In Cambados, seafood is mostly collected in "O Serrido" or "A Seca", which is an area of water surrounding the San Tome Tower (see below) that empties of water during low tide, leaving the perfect area for seafood collectors. Large groups of them, (mostly women, with few exceptions) go when the tide is low with their buckets and tools to dig up the sand and collect seafood (clams, cockles, etc.). The culture in Cambados, as well as most coastal villages of Galicia, very much revolves around seafood.
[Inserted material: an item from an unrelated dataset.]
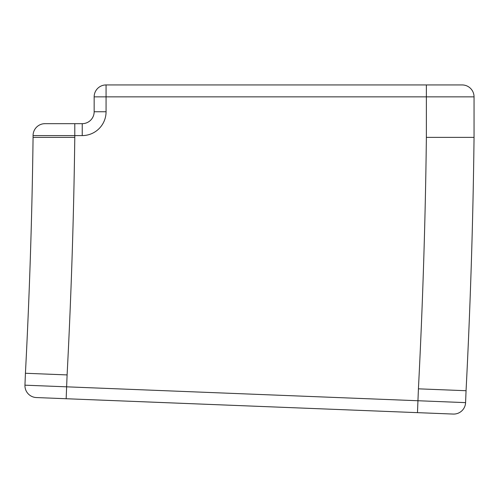 <?xml version="1.0" encoding="UTF-8"?>
<svg xmlns="http://www.w3.org/2000/svg" width="499" height="499" viewBox="0 0 499 499"><rect width="100%" height="100%" fill="white"/><g stroke="black" fill="none" stroke-linecap="round" stroke-linejoin="round"><path stroke-width="0.75" d="M67.334 123.671L44.991 123.671A11.92 11.92 0 0 0 33.071 135.591L33.071 137.375A5962.426 5962.426 0 0 1 25.424 373.264L24.95 385.178A11.92 11.92 0 0 0 36.39 397.553L417.476 412.648L66.161 398.738L66.629 386.825L24.95 385.178L25.424 373.264L67.103 374.917L66.629 386.825L417.95 400.741L417.476 412.648L453.204 414.064A11.92 11.92 0 0 0 465.586 402.631L417.95 400.741L418.418 388.833L466.054 390.717L465.586 402.631M418.418 388.833A6355.707 6355.707 0 0 0 426.377 137.375L474.05 137.375L474.05 96.856A11.92 11.92 0 0 0 462.13 84.936L106.069 84.936L106.069 96.856L94.155 96.856L94.155 111.751A11.92 11.92 0 0 1 82.235 123.671L44.991 123.671A11.92 11.92 0 0 0 44.467 123.683L44.991 123.671A11.92 11.92 0 0 0 44.467 123.683M198.945 403.997L210.859 404.464M82.235 123.671L82.235 135.591A23.84 23.84 0 0 0 106.069 111.751L106.069 96.856L474.05 96.856A11.92 11.92 0 0 0 462.13 84.936M106.069 84.936A11.92 11.92 0 0 0 94.155 96.856M43.581 123.752A11.92 11.92 0 0 0 33.071 135.591A11.92 11.92 0 0 1 43.581 123.752L44.991 123.671M74.788 123.671L74.788 135.591L33.071 135.591L33.071 137.375A5962.426 5962.426 0 0 1 25.424 373.264M82.235 135.591L74.788 135.591L74.788 137.375L33.071 137.375M74.788 137.375A6004.136 6004.136 0 0 1 67.103 374.917M474.05 137.375A6403.374 6403.374 0 0 1 466.054 390.717M106.069 111.751L94.155 111.751M426.377 137.375L426.377 84.936"/></g></svg>
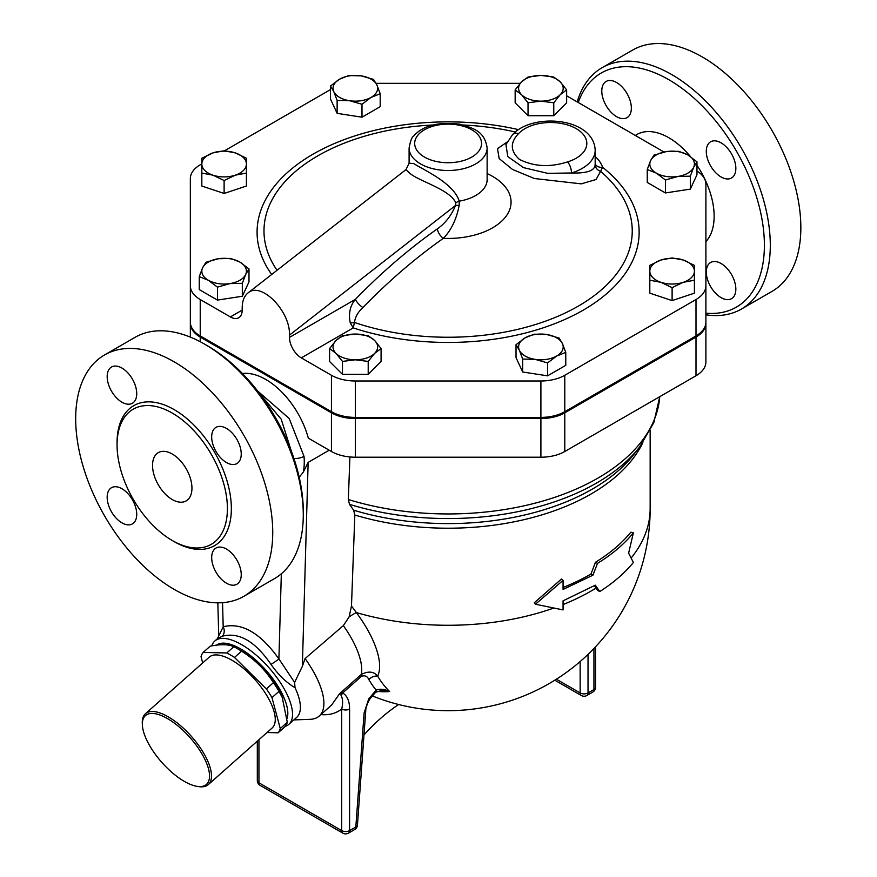 <?xml version="1.0" encoding="UTF-8"?>
<svg xmlns="http://www.w3.org/2000/svg" width="877" height="877" viewBox="0 0 877 877"><rect width="100%" height="100%" fill="white"/><g stroke="black" fill="none" stroke-linecap="round" stroke-linejoin="round"><path stroke-width="1.32" d="M184.345 781.396A45.977 18.768 48.4 0 1 142.359 724.786A45.977 18.768 48.4 0 1 189.969 737.535A45.977 18.768 48.4 0 1 196.93 786.329A45.977 18.768 48.4 0 1 184.345 781.396M196.93 786.329L198.52 786.592A47.38 19.338 -131.6 0 0 208.309 784.597A47.38 19.338 -131.6 0 0 191.35 736.318A47.38 19.338 -131.6 0 0 145.45 713.703A47.38 19.338 -131.6 0 0 142.293 723.185L142.359 724.786M145.45 713.703L209.208 657.158A47.38 19.338 48.4 0 1 255.119 679.774A47.38 19.338 48.4 0 1 272.078 728.053L208.309 784.597M278.13 732.788L285.168 726.54A55.043 22.473 -131.6 0 0 287.305 722.308L282.164 697.007A48.772 19.908 -131.6 0 0 241.241 650.855L237.612 648.761A55.043 22.473 -131.6 0 0 233.797 646.722C228.513 644.244 220.653 644.069 210.206 646.174L203.157 652.422L226.759 652.97A55.043 22.473 48.4 0 1 234.488 657.432L266.367 688.916A55.043 22.473 48.4 0 1 271.969 697.61L280.256 728.557A55.043 22.473 48.4 0 1 278.13 732.788L267.025 732.525M282.8 698.498L279.018 691.361A55.043 22.473 -131.6 0 0 273.416 682.668C265.369 669.885 254.736 659.383 241.526 651.183A55.043 22.473 -131.6 0 0 237.612 648.761M241.526 651.183L234.488 657.432M273.416 682.668L266.367 688.916M233.797 646.722L226.759 652.97M202.708 662.924L201.03 656.654A55.043 22.473 48.4 0 1 203.157 652.422M279.018 691.361L271.969 697.61M287.305 722.308L280.256 728.557M216.466 645.165A51.557 21.048 48.4 0 1 251.567 656.456A51.557 21.048 48.4 0 1 287.13 718.318M528.031 102.773L521.585 94.716A22.298 12.87 0 0 0 540.901 101.151L528.031 102.773L528.031 115.709L515.15 102.839L515.15 89.903L521.585 81.846A22.298 12.87 0 0 0 521.585 94.716L515.15 89.903M560.206 94.716L553.771 102.773L540.901 101.151A22.298 12.87 0 0 0 560.206 94.716A22.298 12.87 0 0 0 560.206 81.846L566.641 89.903L560.206 94.716M540.901 75.411L553.771 77.033L560.206 81.846A22.298 12.87 0 0 0 540.901 75.411A22.298 12.87 0 0 0 521.585 81.846L528.031 77.033L540.901 75.411M647.248 169.502L650.581 160.699A22.298 12.87 0 0 0 656.347 173.131L647.248 169.502L647.248 182.449L665.446 192.951L665.446 180.015L656.347 173.131A22.298 12.87 0 0 0 677.877 176.463L665.446 180.015M693.641 167.364L690.32 176.167L677.877 176.463A22.298 12.87 0 0 0 693.641 167.364A22.298 12.87 0 0 0 687.875 154.933L696.974 161.817L693.641 167.364M653.913 155.152L666.345 151.6A22.298 12.87 0 0 0 650.581 160.699L653.913 155.152M666.345 151.6L678.776 151.304L687.875 154.933A22.298 12.87 0 0 0 666.345 151.6M649.813 265.358L660.962 260.02A22.298 12.87 0 0 0 649.813 271.168L649.813 265.358M660.962 282.317L649.813 280.223L649.813 271.168A22.298 12.87 0 0 0 660.962 282.317A22.298 12.87 0 0 0 683.26 282.317L672.111 287.656L660.962 282.317M672.111 257.937L683.26 260.02A22.298 12.87 0 0 0 660.962 260.02L672.111 257.937M694.409 271.168L694.409 280.223L683.26 282.317A22.298 12.87 0 0 0 694.409 271.168A22.298 12.87 0 0 0 683.26 260.02L694.409 265.358L694.409 271.168M534.236 334.192L546.667 334.488A22.298 12.87 0 0 0 525.137 337.82L534.236 334.192M519.359 350.252L516.027 344.705L525.137 337.82A22.298 12.87 0 0 0 519.359 350.252A22.298 12.87 0 0 0 535.123 359.362L522.692 359.055L519.359 350.252M559.098 338.04L562.431 343.598A22.298 12.87 0 0 0 546.667 334.488L559.098 338.04M556.665 356.029L547.566 362.903L535.123 359.362A22.298 12.87 0 0 0 556.665 356.029A22.298 12.87 0 0 0 562.431 343.598L565.764 352.401L556.665 356.029M368.208 335.683L374.643 340.484A22.298 12.87 0 0 0 355.338 334.049L368.208 335.683M336.023 340.484L342.458 335.683L355.338 334.049A22.298 12.87 0 0 0 336.023 340.484A22.298 12.87 0 0 0 336.023 353.365L329.588 348.553L336.023 340.484M381.078 348.553L374.643 353.365A22.298 12.87 0 0 0 374.643 340.484L381.078 348.553L381.078 361.488L368.208 374.358L342.458 374.358L342.458 361.423L336.023 353.365A22.298 12.87 0 0 0 355.338 359.8L342.458 361.423M374.643 353.365L368.208 361.423L355.338 359.8A22.298 12.87 0 0 0 374.643 353.365M248.991 268.943L245.659 274.501A22.298 12.87 0 0 0 239.881 262.07L248.991 268.943L248.991 281.89L242.326 296.24L242.326 283.304L229.895 283.6A22.298 12.87 0 0 0 245.659 274.501L242.326 283.304M218.351 258.737L230.783 258.441L239.881 262.07A22.298 12.87 0 0 0 218.351 258.737A22.298 12.87 0 0 0 202.587 267.836L205.92 262.289L218.351 258.737M208.353 280.267L199.254 276.639L202.587 267.836A22.298 12.87 0 0 0 208.353 280.267A22.298 12.87 0 0 0 229.895 283.6L217.452 287.152L208.353 280.267M246.415 171.168L246.415 173.087L235.266 175.181A22.298 12.87 0 0 0 246.415 164.032L246.415 186.034L224.117 193.455L224.117 180.519L212.968 175.181A22.298 12.87 0 0 0 235.266 175.181L224.117 180.519M235.266 152.883L246.415 158.233L246.415 164.032A22.298 12.87 0 0 0 235.266 152.883A22.298 12.87 0 0 0 212.968 152.883L224.117 150.8L235.266 152.883M201.831 164.032L201.831 158.233L212.968 152.883A22.298 12.87 0 0 0 201.831 164.032A22.298 12.87 0 0 0 212.968 175.181L201.831 173.087L201.831 164.032M553.771 102.773L553.771 115.709L566.641 102.839L566.641 89.903M690.32 176.167L690.32 189.103L696.974 174.753L696.974 161.817M690.32 189.103L665.446 192.951M672.111 287.656L672.111 300.592L694.409 293.159L694.409 278.305M672.111 300.592L649.813 293.159L649.813 278.305M565.764 352.401L565.764 365.336L547.566 375.838L547.566 362.903M547.566 375.838L522.692 372.001L522.692 359.055M522.692 372.001L516.027 357.641L516.027 344.705M368.208 374.358L368.208 361.423M342.458 374.358L329.588 361.488L329.588 348.553M242.326 296.24L217.452 300.087L199.254 289.574L199.254 276.639M217.452 300.087L217.452 287.152M224.117 193.455L201.831 186.034L201.831 171.168M553.771 115.709L528.031 115.709M361.993 104.264L349.561 100.712A22.298 12.87 0 0 0 371.103 97.38L361.993 104.264L361.993 117.2L337.13 113.352L337.13 100.416L333.797 91.614A22.298 12.87 0 0 0 349.561 100.712L337.13 100.416M376.869 84.948L380.201 93.751L371.103 97.38A22.298 12.87 0 0 0 376.869 84.948A22.298 12.87 0 0 0 361.105 75.85L373.536 79.39L376.869 84.948M339.574 79.182L348.673 75.554L361.105 75.85A22.298 12.87 0 0 0 339.574 79.182A22.298 12.87 0 0 0 333.797 91.614L330.465 86.056L339.574 79.182M337.13 113.352L330.465 98.991L330.465 86.056M361.993 117.2L380.201 106.687L380.201 93.751M695.998 337.064A33.786 19.502 0 0 0 705.897 323.273L705.897 361.96A33.786 19.502 180 0 1 695.998 375.751L695.998 337.064L564.788 412.826A33.786 19.502 0 0 1 540.901 418.537L355.338 418.537A33.786 19.502 0 0 1 331.44 412.826L200.23 337.064A33.786 19.502 0 0 1 190.342 323.273L190.342 216.137M242.414 373.503A64.098 37.009 60 0 1 308.331 438.16L331.44 451.502A33.786 19.502 180 0 0 355.338 457.213L540.901 457.213A33.786 19.502 180 0 0 564.788 451.502L695.998 375.751M230.366 316.926A16.718 9.658 -120 0 0 238.73 317.748A16.718 9.658 -120 0 0 242.195 310.096L230.366 316.926L200.23 299.528A33.786 19.502 180 0 1 190.342 285.727L190.342 322.133A33.786 19.502 0 0 0 200.23 335.935L331.44 411.686A33.786 19.502 0 0 0 355.338 417.397L540.901 417.397A33.786 19.502 0 0 0 564.788 411.686L695.998 335.935A33.786 19.502 0 0 0 705.897 322.133L705.897 323.273M409.099 163.221L405.941 169.732L409.34 172.791C417.375 180.826 449.868 189.103 455.821 202.883A8.364 5.087 168.2 0 1 459.252 201.162C453.65 182.953 423.339 169.886 413.801 163.582L409.099 163.221L409.099 147.972A39.016 22.528 0 0 0 420.532 163.9A39.016 22.528 0 0 0 463.045 168.79A39.016 22.528 0 0 0 487.13 147.972C484.696 131.122 473.448 128.13 459.68 124.172C437.985 121.651 422.615 125.674 413.549 136.209C411.883 136.998 410.403 140.912 409.099 147.972M512.442 134.773A8.364 6.029 42.6 0 1 518.592 133.611A36.231 20.916 180 0 1 576.2 128.634A36.231 20.916 180 0 1 567.583 161.894A8.364 3.201 72.9 0 1 571.508 172.988A44.584 25.74 0 0 0 595.176 150.252C593.773 117.354 532.383 112.344 512.442 134.773L505.93 144.606L507.816 156.61L523.525 167.628L547.687 173.339L571.508 172.988C587.349 173.46 595.22 170.555 595.121 164.273M507.213 141.964L497.511 148.662L499.177 158.584L512.53 169.48L534.455 178.524L581.276 183.863L596.064 179.511L600.602 171.366A8.364 7.74 -7.4 0 1 595.176 165.117L595.176 150.252M595.176 164.185A8.364 6.709 161.7 0 0 602.598 167.288A52.949 30.574 0 0 0 595.176 156.523M362.903 307.542A8.364 2.741 44.2 0 1 355.393 299.342C350.109 305.689 348.388 313.495 350.241 322.769A8.364 4.747 -8.3 0 0 354.44 322.462A184.126 106.303 180 0 0 582.24 303.782A184.126 106.303 180 0 0 600.602 171.366L602.598 167.288A191.033 110.294 0 0 1 590.374 305.777A191.033 110.294 0 0 1 353.245 327.899L354.44 322.462C355.229 316.926 358.057 311.949 362.903 307.542A443.992 256.347 -60 0 1 443.378 238.336C451.216 230.245 456.468 219.316 459.142 205.536L459.252 201.162A39.016 22.528 180 0 0 487.13 179.577L487.13 147.972M350.241 322.769L353.245 327.899L301.304 357.882A16.718 9.658 -120 0 1 289.487 337.404L289.487 335.124C290.473 311.028 260.94 281.089 247.939 293.017C244.179 296.086 242.26 301.019 242.195 307.816L242.195 310.096M696.974 171.081A33.447 19.305 180 0 1 705.897 184.203L705.897 285.727A33.786 19.502 180 0 1 695.998 299.528L564.788 375.279A33.786 19.502 180 0 1 540.901 380.991L355.338 380.991A33.786 19.502 180 0 1 331.44 375.279L301.304 357.882M566.641 95.812L664.01 152.028M376.08 83.337L520.182 83.337M190.342 285.727L190.342 178.601A33.786 19.502 180 0 1 200.23 164.81L201.831 163.889M224.457 150.822L330.465 89.618M455.821 202.883L455.525 205.459A8.364 2.806 -164.6 0 1 459.142 205.536M289.487 335.124L455.525 205.459C451.403 215.479 445.352 223.273 437.371 228.853A8.364 4.275 -125.1 0 0 443.378 238.336A62.947 36.341 0 0 0 506.763 215.303A62.947 36.341 0 0 0 487.13 173.58M705.897 322.133L705.897 285.727M594.431 585.693L597.697 590.451L599.769 591.537C613.462 582.81 624.665 573.119 633.38 562.475L628.623 553.146L633.38 532.887C624.183 544.135 612.212 554.297 597.489 563.374L592.951 575.18L563.067 589.443L563.067 580.344L535.463 604.22L563.067 609.921L563.067 600.822L595.308 585.178L599.769 591.537M563.067 587.491A202.039 116.652 0 0 0 590.977 574.04L595.461 562.278A202.039 116.652 0 0 0 630.87 532.207L633.38 532.887M563.067 580.344L561.51 579.006L534.279 602.762L535.463 604.22M590.977 574.04L592.951 575.18M595.461 562.278L597.489 563.374M349.912 456.961L348.333 499.528L349.506 504.352L353.65 510.206L354.823 515.029L351.48 605.996L349.101 616.926L343.356 625.608L305.086 658.561L302.357 666.345L294.617 682.427L295.023 687.678C286.384 682.646 278.371 674.884 270.993 664.393A7.915 0.658 146.6 0 0 278.908 658.923C260.337 632.909 241.767 622.188 223.207 626.759A7.915 6.424 -110 0 1 222.21 636.231C238.884 631.868 255.141 641.251 270.993 664.393M377.165 691.383A143.861 89.98 -115.5 0 0 389.618 691.525A189.684 109.515 -60 0 1 377.68 676.134A79.785 32.57 -131.6 0 0 356.347 612.552L351.48 605.996M285.299 726.386A55.733 22.758 -131.6 0 0 288.785 724.402A55.733 22.758 -131.6 0 0 253.332 652.751A55.733 22.758 -131.6 0 0 214.832 640.999A55.733 22.758 -131.6 0 0 211.817 645.878M217.364 638.752L222.21 636.231M288.785 724.402L296.656 717.43A55.733 22.758 -131.6 0 0 295.023 687.678M398.651 704.527A139.344 80.443 120 0 0 363.999 734.915M375.586 692.293L381.802 690.407L389.618 691.525C384.532 689.081 380.048 688.609 376.167 690.122L368.746 698.794L369.612 699.331L375.586 692.293A5.569 2.686 -127.1 0 0 376.167 690.122A197.533 114.043 120 0 1 368.855 679.642A8.364 6.49 -30.5 0 1 377.68 676.134C373.931 671.442 368.483 670.872 361.324 674.424A8.364 3.409 -131.6 0 0 361.467 676.299C364.953 675.137 367.419 676.244 368.855 679.642M365.731 711.072A5.569 2.927 -175.8 0 1 365.72 711.083L365.72 711.083A5.569 2.927 -175.8 0 1 364.108 712.957L355.832 827A5.569 2.927 4.2 0 0 357.443 825.125L365.72 711.083C365.665 708.199 366.959 704.275 369.612 699.331M349.583 709.033A5.569 3.223 180 0 1 341.701 709.033L341.701 830.596A5.569 3.223 0 0 0 349.583 830.596L349.583 709.033C349.605 701.205 347.303 695.845 342.699 692.94A5.569 4.506 106.9 0 1 341 695.121C342.852 698.618 343.093 703.255 341.701 709.033C335.902 713.483 328.952 715.336 320.861 714.591M361.467 676.299L342.699 692.94L339.585 693.696L341 695.121M343.356 625.608A69.667 28.448 48.4 0 1 361.324 674.424L339.585 693.696L331.506 705.152M293.861 719.907L310.009 719.337A69.667 28.448 -131.6 0 0 319.228 716.038A69.667 28.448 -131.6 0 0 305.086 658.561M553.475 608.156A202.039 116.652 180 0 1 356.347 612.552A16.718 3.223 -36.5 0 0 349.101 616.926M578.261 102.521A135.157 78.031 60 0 1 733.885 146.799A135.157 78.031 60 0 1 705.897 313.188M601.786 91.033A20.905 12.07 60 0 1 606.117 81.462A20.905 12.07 60 0 1 627.022 93.532A20.905 12.07 60 0 1 627.011 117.671A20.905 12.07 60 0 1 610.907 112.07A20.905 12.07 60 0 1 601.786 91.033M735.847 289.103A20.905 12.07 60 0 1 731.517 298.673A20.905 12.07 60 0 1 710.622 286.604A20.905 12.07 60 0 1 710.622 262.475A20.905 12.07 60 0 1 726.726 268.077A20.905 12.07 60 0 1 735.847 289.103M721.069 142.841A20.905 12.07 60 0 1 734.729 161.258A20.905 12.07 60 0 1 731.517 177.998A20.905 12.07 60 0 1 710.622 165.939A20.905 12.07 60 0 1 710.622 141.8A20.905 12.07 60 0 1 721.069 142.841M705.897 314.799A139.344 80.443 -120 0 0 741.449 309.033A139.344 80.443 -120 0 0 741.438 148.136A139.344 80.443 -120 0 0 602.093 67.693A139.344 80.443 -120 0 0 577.187 101.896M741.449 309.033L771.99 291.405A139.344 80.443 -120 0 0 771.979 130.498A139.344 80.443 -120 0 0 632.646 50.066L602.104 67.693M172.232 499.528A27.867 16.093 60 0 1 154.034 474.961A27.867 16.093 60 0 1 158.298 452.631A27.867 16.093 60 0 1 186.176 468.724A27.867 16.093 60 0 1 186.176 500.91A27.867 16.093 60 0 1 172.232 499.528M303.278 514.887L303.278 511.466A135.157 78.031 -120 0 0 207.706 345.933L204.758 344.222A139.344 80.443 60 0 1 303.278 514.887A139.344 80.443 60 0 1 274.424 578.667L243.872 596.305A139.344 80.443 60 0 1 174.205 589.399A139.344 80.443 60 0 1 83.183 466.619A139.344 80.443 60 0 1 104.538 354.955A139.344 80.443 60 0 1 243.883 435.409A139.344 80.443 60 0 1 243.872 596.305M104.538 354.955L135.08 337.327A139.344 80.443 60 0 1 204.758 344.222M262.475 397.478L281.396 428.557M107.18 376.595A20.905 12.07 60 0 1 111.5 367.024A20.905 12.07 60 0 1 132.405 379.094A20.905 12.07 60 0 1 132.405 403.234A20.905 12.07 60 0 1 116.301 397.632A20.905 12.07 60 0 1 107.18 376.595M121.958 522.867A20.905 12.07 60 0 1 108.299 504.45A20.905 12.07 60 0 1 111.5 487.7A20.905 12.07 60 0 1 132.405 499.769A20.905 12.07 60 0 1 132.405 523.898A20.905 12.07 60 0 1 121.958 522.867M241.241 574.665A20.905 12.07 60 0 1 236.911 584.235A20.905 12.07 60 0 1 216.005 572.166A20.905 12.07 60 0 1 216.005 548.037A20.905 12.07 60 0 1 232.12 553.639A20.905 12.07 60 0 1 241.241 574.665M226.463 428.393A20.905 12.07 60 0 1 240.112 446.821A20.905 12.07 60 0 1 236.911 463.56A20.905 12.07 60 0 1 216.005 451.502A20.905 12.07 60 0 1 216.005 427.362A20.905 12.07 60 0 1 226.463 428.393M172.232 540.484A78.031 45.056 -120 0 0 211.247 544.343A78.031 45.056 -120 0 0 211.247 454.242A78.031 45.056 -120 0 0 133.216 409.197A78.031 45.056 -120 0 0 121.267 471.727A78.031 45.056 -120 0 0 172.232 540.484M291.383 451.282L281.21 419.195L259.702 393.707M302.357 666.345L308.145 462.387L303.299 472.144L299.21 477.241M303.299 472.144A64.098 37.009 -120 0 0 304.012 456.325A11.149 5.722 175 0 1 293.948 458.518M304.012 456.325L289.191 418.482L257.575 390.945M308.145 462.387L329.215 450.219M222.539 602.674L223.207 626.759L217.419 638.708L214.832 640.999M294.617 682.427L278.908 658.923L281.331 573.799M190.342 337.13L190.342 323.273M424.468 157.071A33.447 19.305 180 0 1 439.465 124.775A33.447 19.305 180 0 1 480.421 148.421A33.447 19.305 180 0 1 424.468 157.071M567.583 161.894C550.054 167.496 534.027 166.685 519.491 159.439C510.239 151.107 509.943 142.491 518.592 133.611M518.515 129.632A191.033 110.294 0 0 0 311.938 154.812A191.033 110.294 0 0 0 271.695 274.468M277.055 270.28A184.126 106.303 180 0 1 432.865 125.005M463.363 125.005A184.126 106.303 180 0 1 515.369 131.988M437.371 228.853A452.324 261.149 120 0 0 355.393 299.342L289.487 337.404M200.23 335.935L200.23 299.528M695.998 335.935L695.998 299.528M564.788 411.686L564.788 375.279M540.901 417.397L540.901 380.991M355.338 417.397L355.338 380.991M331.44 411.686L331.44 375.279M596.064 588.061A202.039 116.652 180 0 1 563.067 604.56M650.153 430.607L650.153 508.627A202.039 116.652 180 0 1 631.155 558.013M354.823 515.029A202.039 116.652 0 0 0 642.852 442.633M580.146 661.565L580.146 692.94A5.569 3.223 0 0 0 588.028 692.94L588.028 654.385M554.812 680.201L581.298 695.494A5.569 3.223 -60 0 1 580.146 692.94L556.38 679.215M586.866 695.494A5.569 3.223 -120 0 0 588.028 692.94L593.937 689.519A5.569 3.223 60 0 1 592.786 692.074L586.866 695.494A5.569 5.569 0 0 1 581.298 695.494M593.937 648.476L593.937 689.519A5.569 3.223 0 0 0 595.571 687.25L595.571 646.755M354.67 829.543L348.432 833.15A5.569 3.223 -120 0 0 349.583 830.596L355.832 827A5.569 3.223 60 0 1 354.67 829.543A5.569 5.569 0 0 0 357.443 825.125M368.746 698.794L364.108 712.957M257.312 741.142L257.312 780.541A5.569 3.223 0 0 0 258.945 782.81A5.569 3.223 120 0 0 260.096 785.364L342.863 833.15A5.569 3.223 -60 0 1 341.701 830.596L258.945 782.81L258.945 739.695M705.897 241.581A64.098 37.009 -120 0 0 714.141 216.235A64.098 37.009 -120 0 0 696.974 165.325M690.429 156.544A64.098 37.009 -120 0 0 635.332 135.475M200.23 341.734L200.23 337.064M331.44 451.502L331.44 412.826M173.207 541.032A80.816 46.656 -120 0 0 174.205 541.624A80.816 46.656 -120 0 0 231.353 508.243A80.816 46.656 -120 0 0 173.547 409.263A80.816 46.656 -120 0 0 117.069 443.795M659.734 396.689A211.795 122.276 180 0 1 348.333 499.528M349.506 504.352A209.932 121.201 0 0 0 639.75 446.832L653.793 422.659L659.756 396.678M639.75 446.832L634.257 453.935A203.913 117.726 180 0 1 353.65 510.206M355.338 457.213L355.338 418.537M564.788 451.502L564.788 412.826M540.901 457.213L540.901 418.537M487.448 181.331L487.13 179.577M405.952 169.623L247.939 293.017M592.786 692.074A5.569 5.569 0 0 0 595.571 687.25M372.045 695.801A202.039 202.039 0 0 0 650.153 508.627M342.863 833.15A5.569 5.569 0 0 0 348.432 833.15M257.312 780.541A5.569 5.569 0 0 0 260.096 785.364M331.605 705.064L319.228 716.038M217.836 602.828L218.724 635.266"/></g></svg>

It is always eaten at Christmas time, on holidays, and (especially) at weddings.

Every Saturday and Wednesday morning there is a market along the maritime walk, selling generally cheap clothing, accessories, shoes, perfumes, and household items. It is very popular because of its prices and walking through the market the sellers yell out prices and persuasions.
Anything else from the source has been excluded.